■ Aim of the exercise
Your transcription must include every record word for word and no pictures.

(Records excerpted from a collection)
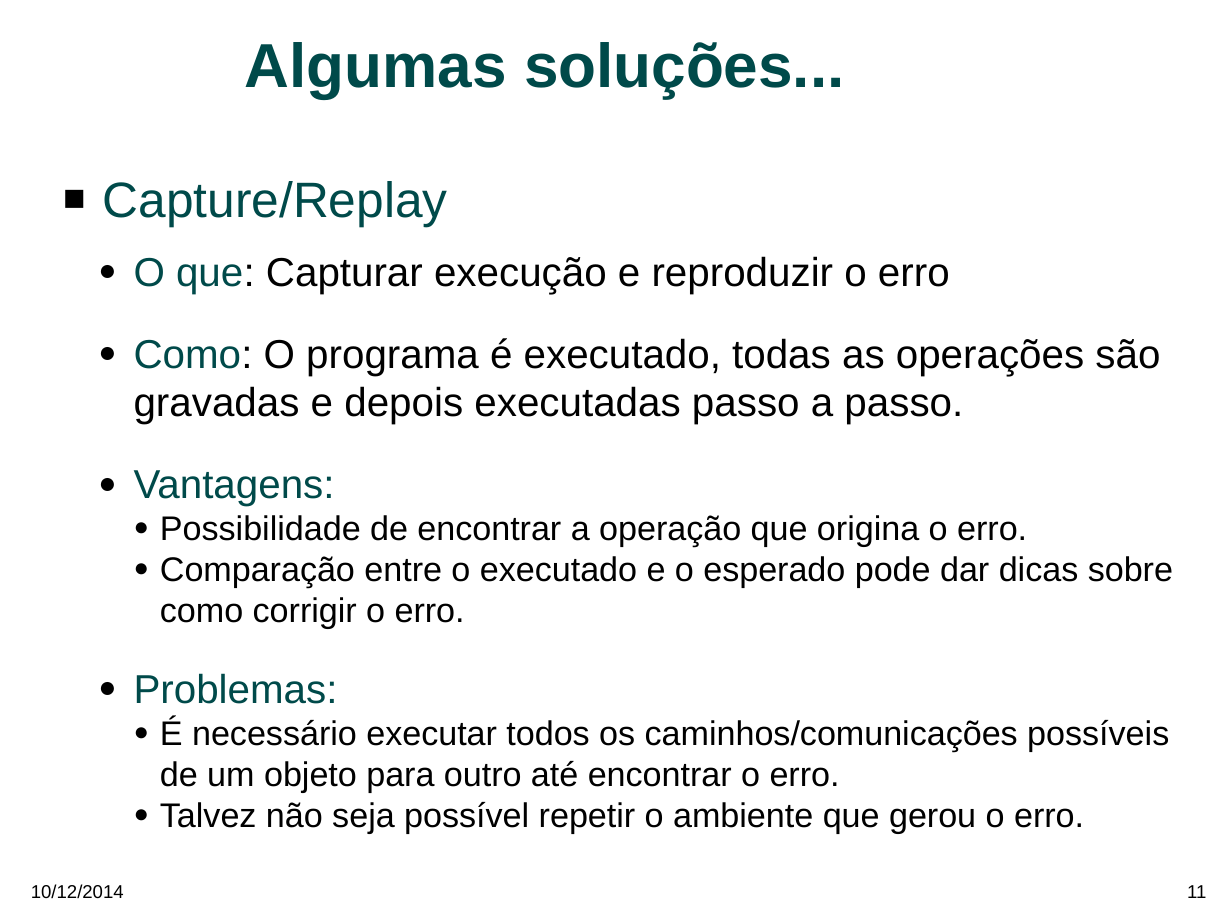
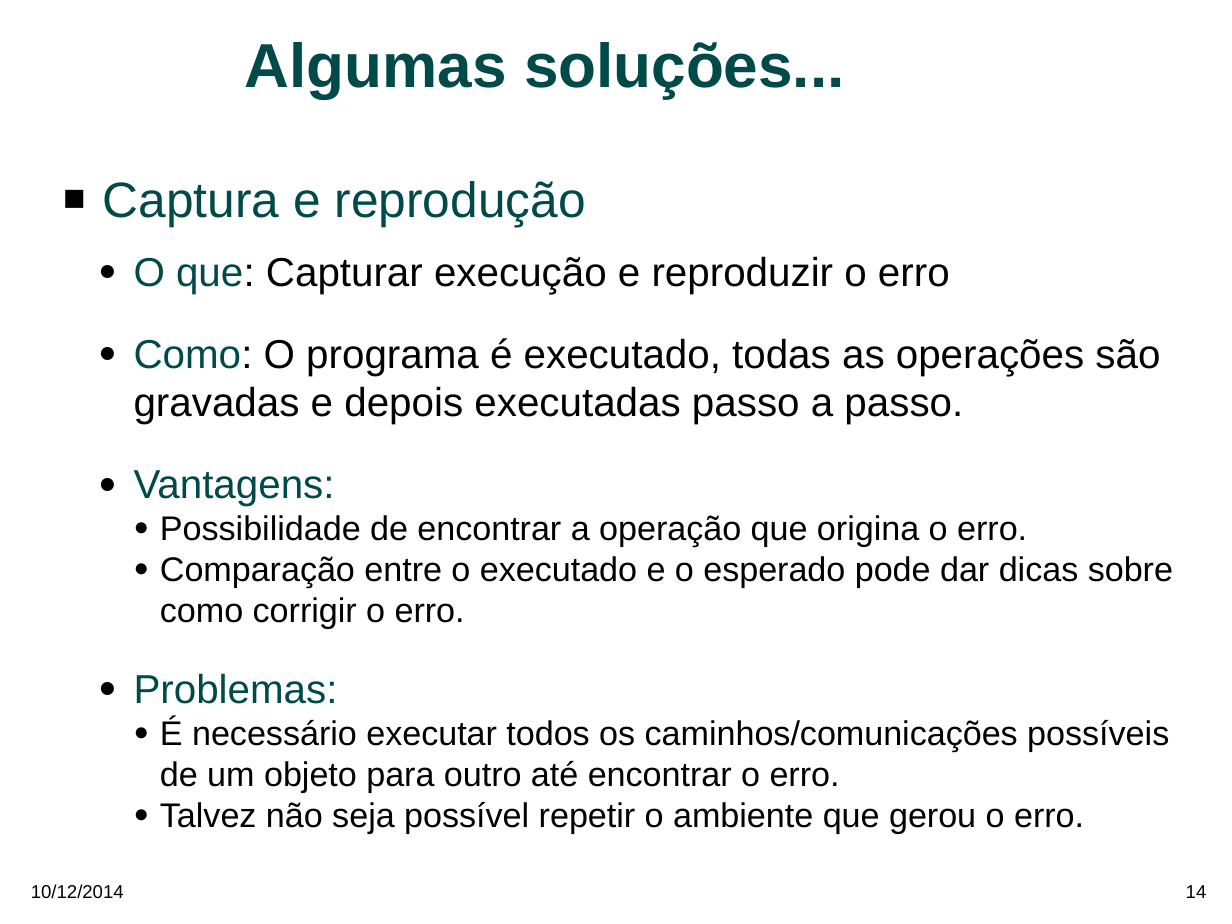
Before and after one commit to MohammedAbosaeeda/mestrado, a slide deck: slide 14 of mestrado_rita_soldi.odp (slide 11 before the commit). Drawn at 1232x924 pixels with LibreOffice and Linux fonts; fonts in the diff are those of the drawing; background and template pictures are left out. Boxes give left, top, right and bottom in pixels: in the first picture for what was removed or moved away, otherwise in the second. Text is boxed around its words. In the diff, an @@ line names an element or a change of style, - is before the commit and + after.

```diff
--- a/mestrado_rita_soldi.odp
+++ b/mestrado_rita_soldi.odp
@@ text at [103, 181, 586, 226]: text changed @@
-■ Capture/Replay
+■ Captura e reprodução
@@ page number at [1186, 885, 1207, 898]: text changed @@
-11
+14
```
Also in this commit, not shown: 7 other slides changed, 3 slides added, 16 slides removed, 5 other files.

■ Result below
Before and after one commit to MohammedAbosaeeda/mestrado, a slide deck: slide 14 of mestrado_rita_soldi.odp (slide 11 before the commit). Drawn at 1232x924 pixels with LibreOffice and Linux fonts; fonts in the diff are those of the drawing; background and template pictures are left out. Boxes give left, top, right and bottom in pixels: in the first picture for what was removed or moved away, otherwise in the second. Text is boxed around its words. In the diff, an @@ line names an element or a change of style, - is before the commit and + after.

```diff
--- a/mestrado_rita_soldi.odp
+++ b/mestrado_rita_soldi.odp
@@ text at [103, 181, 586, 226]: text changed @@
-■ Capture/Replay
+■ Captura e reprodução
@@ page number at [1186, 885, 1207, 898]: text changed @@
-11
+14
```
Also in this commit, not shown: 7 other slides changed, 3 slides added, 16 slides removed, 5 other files.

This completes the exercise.